Ethical Challenges of AI in Healthcare
With any model mimicking human thoughts and behaviors, we must always pay extra attention to ethics.
When training models that determine important, high-priority details to predict outcomes and potentially save lives, it is crucial that focus is paid to the quality of data used in training.
Entered data should be accurate, unbiased, and not reflect the disparities we unfortunately still see in the medical field. Entering biased data into AI models will only create prejudiced outputs, which perpetuates the racism-based imbalance of power between patients and providers.
This prejudice is exactly what we are trying to prevent by creating these models in the first place.
Final Thoughts
AI and ML are not necessarily meant to replace human tasks, threaten our job security, or threaten our purpose. Instead, they can be used to reimagine what is possible and make work previously conducted solely by humans easier, more accurate, and more equitable.
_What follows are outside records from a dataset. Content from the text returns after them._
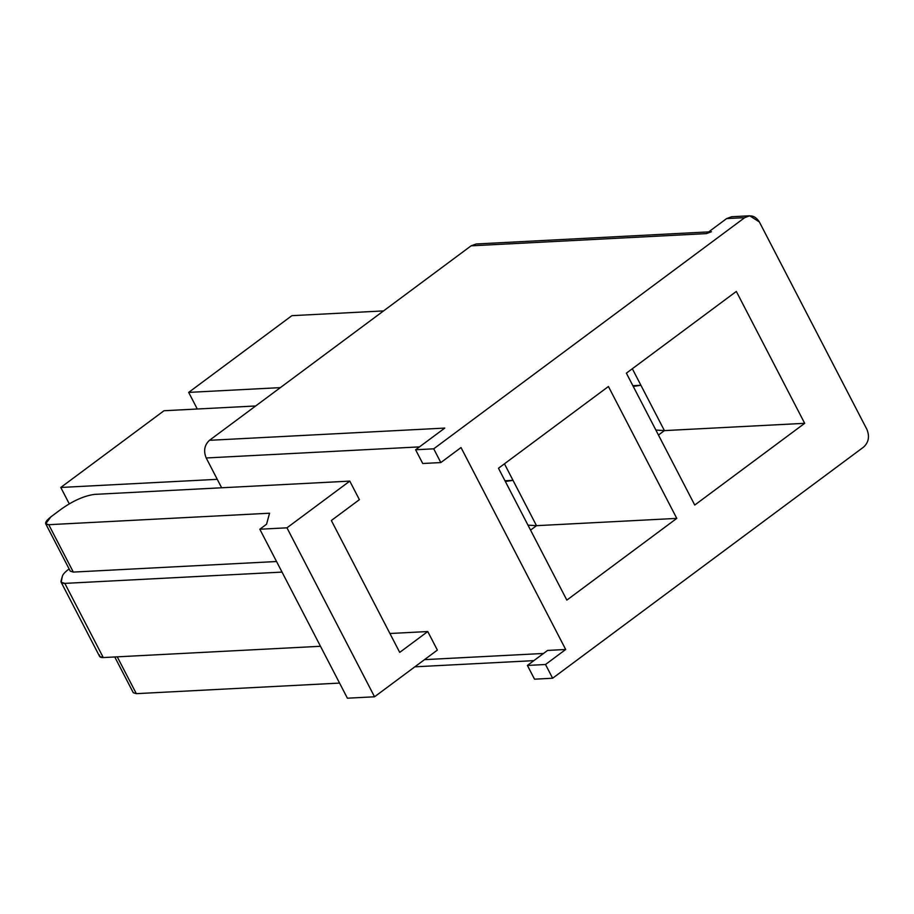 <?xml version="1.0" encoding="UTF-8"?>
<svg xmlns="http://www.w3.org/2000/svg" width="914" height="914" viewBox="0 0 914 914"><rect width="100%" height="100%" fill="white"/><g stroke="black" fill="none" stroke-linecap="round" stroke-linejoin="round"><path stroke-width="1.37" d="M530.554 530.109L536.507 525.676L527.972 525.127L536.507 525.676L530.554 530.109M504.974 480.764L513.017 480.341L504.437 463.809L536.507 525.676L676.783 518.387L566.84 600.11L498.484 468.242L608.427 386.508L676.783 518.387L536.507 525.676L513.017 480.341L505.351 481.495L513.017 480.341L504.974 480.764M69.258 503.82L60.781 487.459L163.994 410.74L255.669 405.976L163.994 410.74L60.781 487.459L217.269 479.324L60.781 487.459L69.258 503.82M708.716 231.893L476.137 243.981L471.11 245.832L209.477 440.308C204.428 445.038 203.331 450.922 206.198 457.971L221.645 487.779L206.198 457.971L419.48 446.889L206.198 457.971C203.331 450.922 204.428 445.038 209.477 440.308L471.11 245.832L706.408 233.607L726.607 218.595L744.704 217.658L749.731 215.795L759.374 221.976L866.906 429.409C869.762 436.458 868.677 442.342 863.627 447.072L552.627 678.234L863.627 447.072C868.677 442.342 869.762 436.458 866.906 429.409L759.374 221.976C755.375 215.773 750.485 214.333 744.704 217.658L433.716 448.82L440.834 462.564L461.022 447.552L565.697 649.488L545.509 664.501L552.627 678.234L534.53 679.182L552.627 678.234L545.509 664.501L527.401 665.438L534.53 679.182L527.401 665.438L545.509 664.501L565.697 649.488L461.022 447.552L440.834 462.564L433.716 448.82L744.704 217.658L726.607 218.595L706.408 233.607L481.335 245.306M736.33 291.44L804.686 423.319L694.743 505.042L626.376 373.163L736.33 291.44L626.376 373.163L694.743 505.042L804.686 423.319L664.409 430.608L655.864 430.048L664.409 430.608L658.446 435.041L664.409 430.608L804.686 423.319L736.33 291.44M632.876 385.697L640.908 385.274L632.339 368.742L664.409 430.608L640.908 385.274L633.253 386.428L640.908 385.274L632.876 385.697M197.287 409.004L188.672 392.392L291.886 315.673L383.572 310.909L291.886 315.673L188.672 392.392L280.358 387.627L188.672 392.392L197.287 409.004M45.7 523.745L70.264 571.147L73.326 572.084L48.75 524.693L45.7 523.745L50.921 516.821L62.141 508.481L50.921 516.821C44.729 521.814 44.009 524.442 48.75 524.693L269.573 513.211L266.545 524.225L259.816 529.229L286.962 527.824L259.816 529.229L347.4 698.205L374.546 696.788L286.962 527.824L349.788 481.118L94.576 494.383L349.788 481.118L359.396 499.661L331.348 520.512L345.241 547.303L331.348 520.512L359.396 499.661L349.788 481.118L286.962 527.824L374.546 696.788L437.372 650.083L427.763 631.54L399.715 652.39L345.241 547.303L399.715 652.39L427.763 631.54L437.372 650.083L374.546 696.788L347.4 698.205L259.816 529.229L266.545 524.225L269.573 513.211L48.75 524.693L73.326 572.084L276.542 561.516L73.326 572.084L71.258 568.108M114.753 656.972L133.284 692.721L136.335 693.657L117.255 656.835L136.335 693.657L339.562 683.089L136.335 693.657L134.278 689.682M424.507 659.645L543.522 653.464L424.507 659.645M547.6 650.425L565.697 649.488L547.6 650.425L527.401 665.438L547.6 650.425M209.477 440.308L444.787 428.083L415.607 449.768L433.716 448.82L415.607 449.768L422.736 463.501L440.834 462.564L422.736 463.501L415.607 449.768L444.787 428.083L209.477 440.308M389.924 633.505L427.763 631.54L389.924 633.505M61.158 582.252L99.615 656.435L103.282 657.566L320.483 646.278L103.282 657.566L64.825 583.383L61.158 582.252L62.392 576.151C62.963 574.289 65.077 571.981 68.721 569.239L68.721 569.239C65.077 571.981 62.963 574.289 62.392 576.151L61.089 580.847C60.667 582.652 61.912 583.498 64.825 583.383L282.026 572.095L64.825 583.383L103.282 657.566C100.357 657.68 99.112 656.835 99.546 655.03M94.576 494.383C84.705 495.685 73.885 500.381 62.141 508.481C73.885 500.381 84.705 495.685 94.576 494.383M749.731 215.795L731.634 216.744L726.607 218.595L736.833 218.069M566.84 600.11L676.783 518.387L608.427 386.508L498.484 468.242L566.84 600.11M706.408 233.607L711.446 231.756M533.867 660.639L414.853 666.82"/></g></svg>
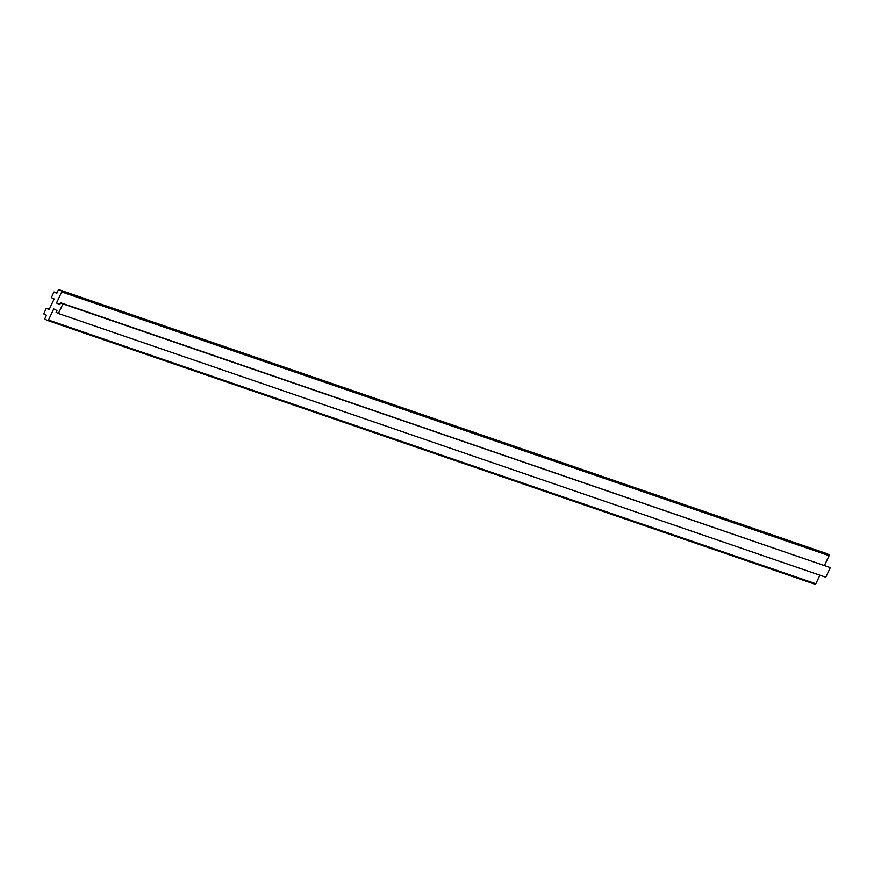 <?xml version="1.0" encoding="UTF-8"?>
<svg xmlns="http://www.w3.org/2000/svg" width="874" height="874" viewBox="0 0 874 874"><rect width="100%" height="100%" fill="white"/><g stroke="black" fill="none" stroke-linecap="round" stroke-linejoin="round"><path stroke-width="1.31" d="M46.344 308.26L43.7 313.875L46.475 315.23L45.022 318.344A0.819 0.776 -71 0 0 45.361 319.414L47.447 320.43A0.819 0.776 -71 0 0 48.496 320.037L53.718 308.937L56.985 310.521L56.111 312.368L58.405 313.493L62.928 303.868L60.634 302.754L59.771 304.6L56.504 303.016L61.726 291.916A0.819 0.776 -71 0 0 61.377 290.834L59.29 289.818A0.819 0.776 -71 0 0 58.252 290.223L56.788 293.325L54.002 291.982L51.358 297.597L54.144 298.952L49.13 309.604L46.344 308.26L49.283 309.265M54.002 291.982L56.952 292.987M819.888 575.212L815.857 583.777A0.819 0.776 109 0 1 814.819 584.182L47.622 320.496M58.405 313.493L825.777 577.233L830.3 567.619L62.928 303.868M60.634 302.754L830.3 567.619M56.504 303.016L59.956 304.196M826.487 553.504A0.819 0.776 109 0 1 826.662 553.57L828.749 554.586A0.819 0.776 109 0 1 829.087 555.656L824.553 565.314M48.496 320.037L815.857 583.777M61.726 291.916L829.087 555.656M61.377 290.834L828.749 554.586M59.29 289.818L826.662 553.57M47.535 320.463L814.896 584.214M59.214 289.786L826.575 553.537"/></g></svg>
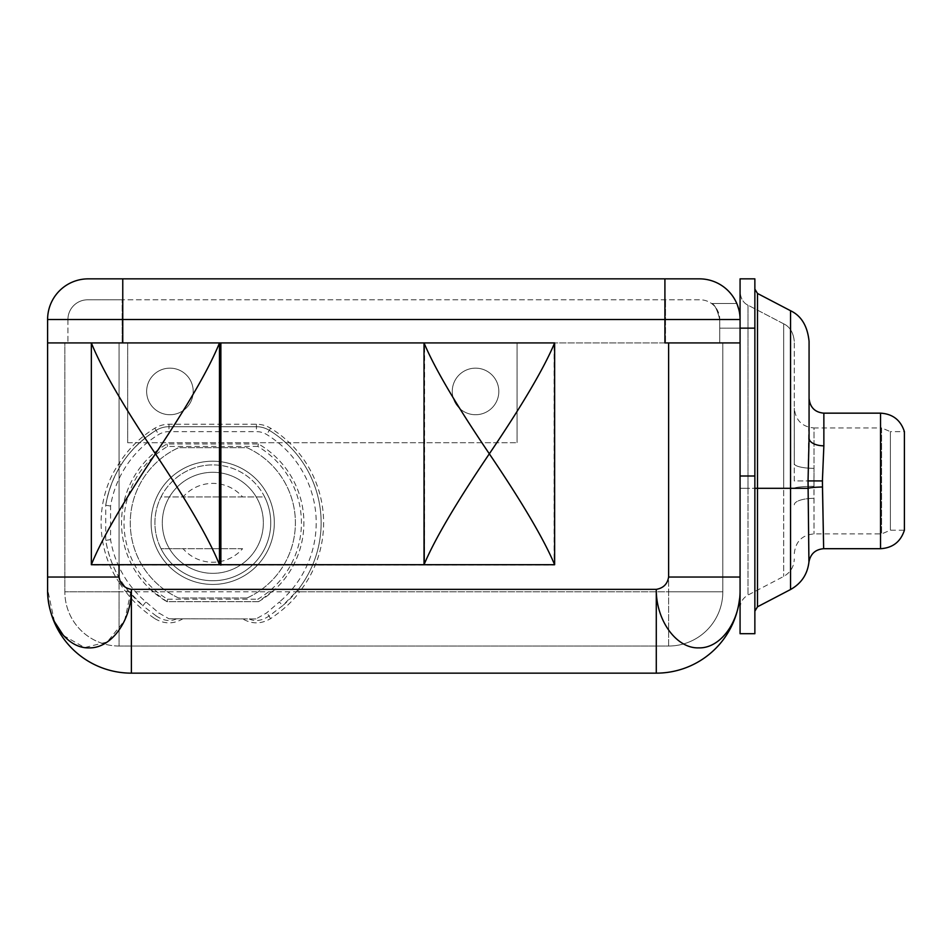 <?xml version="1.0" encoding="UTF-8"?>
<svg xmlns="http://www.w3.org/2000/svg" width="952" height="952" viewBox="0 0 952 952"><rect width="100%" height="100%" fill="white"/><g stroke="black" fill="none" stroke-linecap="round" stroke-linejoin="round"><path stroke-width="0.71" stroke-dasharray="4.76 3.57" d="M794.265 480.927L794.289 341.316L794.265 480.927L813.948 480.927L814.008 533.917L814.008 468.336L813.948 480.927L794.265 480.927M783.71 323.847C789.839 326.726 793.361 332.545 794.289 341.316C793.361 332.545 789.839 326.726 783.71 323.847L748.01 305.187L748.01 488.317L748.01 305.187C743.405 303.022 740.763 298.654 740.073 292.074C740.763 298.654 743.405 303.022 748.01 305.187L783.71 323.847L783.71 488.317L794.265 488.317A19.718 1.999 179.7 0 1 813.96 486.317A19.718 1.999 -0.3 0 0 794.265 488.317L783.71 488.317L783.71 323.847M740.073 488.317L740.073 292.074L740.073 608.173L740.073 488.317L748.01 488.317L748.01 595.071L748.01 488.317L783.71 488.317L783.71 576.412L783.71 488.317L740.073 488.317M740.073 633.711L740.073 319.515A40.662 40.662 0 0 0 739.99 316.921L739.775 314.624A40.662 40.662 0 0 0 739.692 313.922L739.466 312.542M54.454 621.68L47.6 589.359L47.6 342.922L740.073 342.922L664.913 342.922L664.913 319.515L740.073 319.515L740.073 476L740.073 328.142L740.073 342.922L664.913 342.922L740.073 342.922L740.073 278.853L754.865 278.853L754.865 633.711M740.073 577.043L668.613 577.043L668.613 342.922L665.531 342.922L719.748 342.922L67.925 342.922L122.142 342.922L91.344 342.922L91.344 565.107L554.123 565.107L554.123 342.922L424.604 342.922L424.604 564.715M699.411 278.853L88.262 278.853A40.662 40.662 0 0 0 47.6 319.515L47.6 342.922L554.123 342.922L554.123 564.715M739.692 313.946L739.406 312.185A40.662 40.662 0 0 0 739.383 312.018L738.907 309.84M739.347 311.875L738.942 309.983A40.662 40.662 0 0 0 738.788 309.388M738.383 307.912A40.662 40.662 0 0 0 737.074 304.188A40.662 40.662 0 0 0 736.836 303.628M739.787 314.707L739.99 316.921M754.865 488.317L754.865 289.099L754.865 488.317L757.506 488.317L757.506 606.793M809.069 341.316C807.474 325.989 801.298 315.802 790.553 310.733L757.506 293.466L754.865 289.099M790.553 310.733L790.553 488.317L808.105 488.317L808.926 562.025L808.046 480.927L809.069 398.376L809.069 438.158A14.792 7.664 0 0 0 823.861 445.822L823.861 413.156M809.069 398.376L809.069 438.17M808.105 488.317A14.792 1.321 -1.2 0 1 822.468 486.996L823.861 445.822M794.289 553.624C795.563 541.545 802.143 534.965 814.008 533.917L881.6 533.917L890.394 530.216L904.4 530.216L904.4 431.637L890.394 431.637L890.394 530.216L890.394 431.637L881.6 427.948L881.6 533.917L881.6 427.948L814.008 427.948L814.008 468.336L814.008 427.948C802.143 426.889 795.563 420.32 794.289 408.229L794.289 463.648L794.289 408.229M48.147 598.951A83.788 83.788 0 0 1 47.6 589.359A83.788 83.788 0 0 0 131.388 673.147L656.285 673.147A83.788 83.788 0 0 0 740.073 589.359C740.632 620.871 720.89 648.598 698.685 647.872C676.658 648.645 656.023 620.799 656.285 589.359C663.365 588.134 667.471 584.028 668.613 577.043M739.525 598.951A83.788 83.788 0 0 0 740.073 589.359M131.388 673.147L131.388 589.359L150.368 589.359A91.178 91.178 0 0 1 166.933 443.965L258.48 443.965A91.178 91.178 0 0 1 275.057 589.359L656.285 589.359L656.285 673.147M63.451 635.519L84.609 647.574L107.231 641.981L124.676 620.43L131.388 589.359C124.307 588.181 120.202 584.076 119.059 577.043L47.6 577.043M119.059 565.107L119.059 342.922L47.6 342.922M219.484 342.922L64.855 342.922L64.855 591.823L119.059 591.823L64.855 591.823L64.855 342.922L119.059 342.922L119.059 463.422C95.105 498.134 95.129 547.555 119.059 582.219L121.142 580.898A108.433 108.433 0 0 0 127.83 590.288L142.812 605.722A108.433 108.433 0 0 1 105.72 540.403L105.72 505.226A108.433 108.433 0 0 1 156.104 430.34A24.645 24.645 0 0 1 168.968 426.71L256.445 426.71A24.645 24.645 0 0 1 269.309 430.34A108.433 108.433 0 0 1 282.601 605.722L279.424 601.95L266.441 613.064L255.993 618.931L168.98 618.8L158.984 613.064L145.989 601.95A103.506 103.506 0 0 1 110.575 539.606L110.575 506.036A103.506 103.506 0 0 1 158.686 434.54A19.718 19.718 0 0 1 168.968 431.637L256.445 431.637A19.718 19.718 0 0 1 266.738 434.54A103.506 103.506 0 0 1 279.424 601.95M150.368 589.359L166.933 601.676L258.48 601.676L275.057 589.359M258.48 601.676A91.178 91.178 0 0 0 258.48 443.965L166.933 443.965A91.178 91.178 0 0 0 166.933 601.676L258.48 601.676L257.825 599.213A88.714 88.714 0 0 0 257.813 446.428L258.48 443.965M274.319 522.827A61.606 61.606 0 0 1 212.712 584.433A61.606 61.606 0 0 1 151.106 522.827A61.606 61.606 0 0 1 212.712 461.208A61.606 61.606 0 0 1 274.319 522.827A61.606 61.606 0 0 1 212.712 584.433A61.606 61.606 0 0 1 151.106 522.827A61.606 61.606 0 0 1 212.712 461.208A61.606 61.606 0 0 1 274.319 522.827M257.813 446.428L167.6 446.428A88.714 88.714 0 0 0 167.611 599.213L166.933 601.676M167.6 446.428L166.933 443.965M168.98 618.8L242.784 618.931C252.03 624.25 261.3 624.143 270.594 618.621C283.351 609.958 292.99 601.021 299.523 591.823L297.595 590.288L282.601 605.722L269.214 615.956C261.943 620.799 255.243 621.787 249.115 618.931L255.993 618.931M270.594 618.621A2.463 0.702 58.5 0 1 269.214 615.956L266.441 613.064M297.595 590.288A108.433 108.433 0 0 0 269.309 430.34A24.645 24.645 0 0 0 256.445 426.71L168.968 426.71A24.645 24.645 0 0 0 156.104 430.34A108.433 108.433 0 0 0 121.142 464.743C113.526 476.607 108.385 490.101 105.72 505.226L110.575 506.036M110.575 539.606L105.72 540.403C108.385 555.54 113.526 569.034 121.142 580.898M127.83 590.288L125.902 591.823A110.896 110.896 0 0 1 119.059 582.219L119.059 646.039L668.613 646.039A54.216 54.216 0 0 0 722.818 591.823L668.613 591.823L668.613 646.039L119.059 646.039L119.059 591.823L125.902 591.823C132.435 601.021 142.074 609.958 154.819 618.621A2.463 0.702 121.5 0 0 156.211 615.956L142.812 605.722L145.989 601.95M176.31 618.931C170.206 621.799 163.506 620.811 156.211 615.956L158.972 613.064M154.819 618.621C164.113 624.155 173.383 624.262 182.641 618.931M242.784 618.931L249.115 618.931M740.073 342.922L719.748 342.922L719.748 319.515C717.142 309.281 714.393 303.95 711.525 303.498C714.393 303.95 717.142 309.281 719.748 319.515L719.748 328.142L754.865 328.142M119.059 646.039A54.216 54.216 0 0 1 64.855 591.823A54.216 54.216 0 0 0 119.059 646.039M121.142 464.743L119.059 463.422A110.896 110.896 0 0 1 154.819 428.233A27.108 27.108 0 0 1 168.968 424.247L256.445 424.247A27.108 27.108 0 0 1 270.594 428.233A110.896 110.896 0 0 1 299.523 591.823L668.613 591.823L668.613 646.039A54.216 54.216 0 0 0 722.818 591.823L119.059 591.823L119.059 342.922L119.059 577.043M740.073 328.142L719.748 328.142L719.748 342.922L719.748 319.515L719.748 342.922L722.818 342.922L722.818 591.823L722.818 342.922L668.613 342.922L668.613 591.823L668.613 342.922M517.055 342.922L517.055 442.728L517.055 342.922M127.687 442.728L517.055 442.728L127.687 442.728L127.687 342.922L127.687 442.728M498.824 391.439A23.288 23.288 0 0 0 475.548 368.15A23.288 23.288 0 0 0 452.26 391.439A23.288 23.288 0 0 0 475.548 414.727A23.288 23.288 0 0 0 498.824 391.439A23.288 23.288 0 0 0 475.548 368.15A23.288 23.288 0 0 0 452.26 391.439A23.288 23.288 0 0 0 475.548 414.727A23.288 23.288 0 0 0 498.824 391.439M193.208 391.439A23.288 23.288 0 0 0 169.932 368.15A23.288 23.288 0 0 0 146.644 391.439A23.288 23.288 0 0 0 169.932 414.727A23.288 23.288 0 0 0 193.208 391.439A23.288 23.288 0 0 0 169.932 368.15A23.288 23.288 0 0 0 146.644 391.439A23.288 23.288 0 0 0 169.932 414.727A23.288 23.288 0 0 0 193.208 391.439M424.604 565.107L424.021 342.922M220.864 565.107L220.864 342.922M91.344 342.922L91.344 564.715M711.525 303.498L736.788 303.498L711.525 303.498M67.925 319.515L67.925 342.922L67.925 319.515A19.718 19.718 0 0 1 87.644 299.797L122.142 299.797L87.644 299.797A19.718 19.718 0 0 0 67.925 319.515L122.142 319.515L122.142 342.922L122.142 319.515L719.748 319.515A19.718 19.718 0 0 0 700.029 299.797L122.142 299.797L700.029 299.797A19.718 19.718 0 0 1 719.748 319.515L665.531 319.515L665.531 342.922L665.531 299.797L665.531 319.515L67.925 319.515M242.581 548.697L183.081 548.697A39.425 39.425 0 0 0 242.581 548.697L161.019 548.697A57.917 57.917 0 0 1 161.019 496.944L183.081 496.944A39.425 39.425 0 0 1 242.581 496.944L264.644 496.944A57.917 57.917 0 0 1 212.831 580.732A57.917 57.917 0 0 0 270.749 522.827A57.917 57.917 0 0 0 212.831 464.909A57.917 57.917 0 0 1 264.644 496.944L161.019 496.944A57.917 57.917 0 0 1 212.831 464.909A57.917 57.917 0 0 0 154.926 522.827A57.917 57.917 0 0 0 212.831 580.732A57.917 57.917 0 0 1 161.019 548.697L183.081 548.697M212.831 472.299A50.516 50.516 0 0 0 162.316 522.827A50.516 50.516 0 0 0 212.831 573.342A50.516 50.516 0 0 0 263.347 522.827A50.516 50.516 0 0 0 212.831 472.299A50.516 50.516 0 0 1 263.347 522.827A50.516 50.516 0 0 1 212.831 573.342A50.516 50.516 0 0 1 162.316 522.827A50.516 50.516 0 0 1 212.831 472.299M246.984 597.987L178.69 597.987A82.55 82.55 0 0 1 178.69 447.666L246.984 447.666A82.55 82.55 0 0 1 246.984 597.987L178.69 597.987A82.55 82.55 0 0 1 178.69 447.666L246.984 447.666A82.55 82.55 0 0 1 246.984 597.987M242.581 496.944L183.081 496.944M794.289 463.648A19.718 4.689 180 0 0 814.008 468.336A19.718 4.689 0 0 1 794.289 463.648M794.289 504.81A19.718 6.474 180 0 1 814.008 498.336A19.718 6.474 0 0 0 794.289 504.81M664.913 278.853L664.913 319.515L122.76 319.515L122.76 342.922M740.073 476L754.865 476M757.506 293.466L757.506 488.317L790.553 488.317L790.553 589.514M808.046 480.927L822.397 480.927M822.468 486.996L823.647 548.614L822.468 486.996M880.541 548.697L880.541 413.156M122.76 278.853L122.76 319.515L47.6 319.515M167.611 599.213L257.825 599.213M270.594 428.233L266.738 434.54M256.445 424.247L256.445 431.637M168.968 424.247L168.968 431.637M154.819 428.233L158.686 434.54M122.142 319.515L122.142 299.797L122.142 319.515M740.073 608.173C740.287 602.33 742.929 597.963 748.01 595.071L783.71 576.412C790.469 572.545 794.004 566.726 794.289 558.931M105.72 505.226C111.646 472.965 128.449 447.999 156.104 430.34"/><path stroke-width="1.43" d="M740.073 328.142L754.865 328.142L754.865 278.853L740.073 278.853L740.073 319.515A40.662 40.662 0 0 0 699.411 278.853A40.662 40.662 0 0 1 736.836 303.628M739.525 598.951A83.788 83.788 0 0 1 656.285 673.147L656.285 589.359C656.023 620.799 676.658 648.645 698.685 647.872C720.89 648.598 740.632 620.871 740.073 589.359L740.073 633.711L754.865 633.711L754.865 328.142M739.99 316.921L739.99 316.909A40.662 40.662 0 0 0 739.775 314.624L739.692 313.922A40.662 40.662 0 0 0 739.406 312.185L739.383 312.018A40.662 40.662 0 0 0 738.942 309.983L737.491 305.259M738.788 309.388A40.662 40.662 0 0 0 738.383 307.912M740.073 589.359L740.073 577.043L668.613 577.043C667.471 584.028 663.365 588.134 656.285 589.359L131.388 589.359C131.65 620.799 111.015 648.645 88.988 647.872C66.783 648.598 47.041 620.871 47.6 589.359L47.6 319.515A40.662 40.662 0 0 1 88.262 278.853L699.411 278.853M737.372 304.949L738.907 309.84M739.692 313.946L739.787 314.707M739.466 312.542L739.347 311.875M740.073 577.043L740.073 319.515L664.913 319.515L664.913 278.853M790.553 310.733C801.298 315.802 807.474 325.989 809.069 341.316L809.069 438.17L808.046 480.927L808.926 562.025L808.105 488.317L757.506 488.317L757.506 606.793L790.553 589.514L790.553 310.733L757.506 293.466L754.865 289.099M809.069 341.316L809.069 398.388M809.069 438.158A14.792 7.664 180 0 0 823.861 445.822L822.397 480.927L823.647 548.614L822.468 486.996A14.792 1.321 178.8 0 0 808.105 488.317M880.541 413.156C892.69 413.906 900.64 420.07 904.4 431.637L904.4 530.216C900.64 541.783 892.69 547.947 880.541 548.697L880.541 413.156L823.861 413.156L823.861 445.822M122.76 278.853L122.76 319.515L664.913 319.515L664.913 342.922L740.073 342.922M656.285 673.147L131.388 673.147L131.388 589.359C124.307 588.134 120.202 584.028 119.059 577.043L119.059 565.107M47.6 342.922L91.344 342.922C101.412 368.031 122.76 405.005 155.414 453.818C122.76 502.644 101.412 539.606 91.344 564.715L554.123 564.715M47.6 577.043L119.059 577.043M63.451 635.519L54.454 621.68M131.388 673.147A83.788 83.788 0 0 1 48.147 598.951M424.021 564.715L554.635 564.715C544.032 539.439 522.267 502.477 489.328 453.818C522.267 405.171 544.032 368.198 554.635 342.922L424.021 342.922C434.624 368.198 456.401 405.171 489.328 453.818C456.401 502.477 434.624 539.439 424.021 564.715L424.021 342.922L219.484 342.922L219.484 564.715C209.416 539.606 188.068 502.644 155.414 453.818C188.068 405.005 209.416 368.031 219.484 342.922L91.344 342.922L91.344 564.715L219.484 564.715M220.864 565.107L220.864 342.922M554.635 564.715L554.635 342.922M740.073 476L754.865 476M757.506 293.466L757.506 488.317L754.865 488.317M808.046 480.927L822.397 480.927M47.6 319.515L122.76 319.515L122.76 342.922M668.613 577.043L668.613 342.922M757.506 606.793L754.865 611.16M790.553 589.514C801.31 583.493 807.439 574.353 808.926 562.12C810.438 553.921 815.34 549.447 823.647 548.697L880.541 548.697M823.861 413.156C814.96 412.371 810.033 407.432 809.069 398.376"/></g></svg>

AI-driven advances are freeing up more time for medical professionals and researchers to focus on tasks that need human intervention and driving more informed medical decisions that have a huge impact on improving the outcomes for patients.
Researchers across the globe are constantly working on new and exciting applications of AI in healthcare, progressing the field of medicine every day and ultimately helping to provide better care to patients.
As AI technology continues to expand into new realms of medicine, there are no limits to its potential benefits.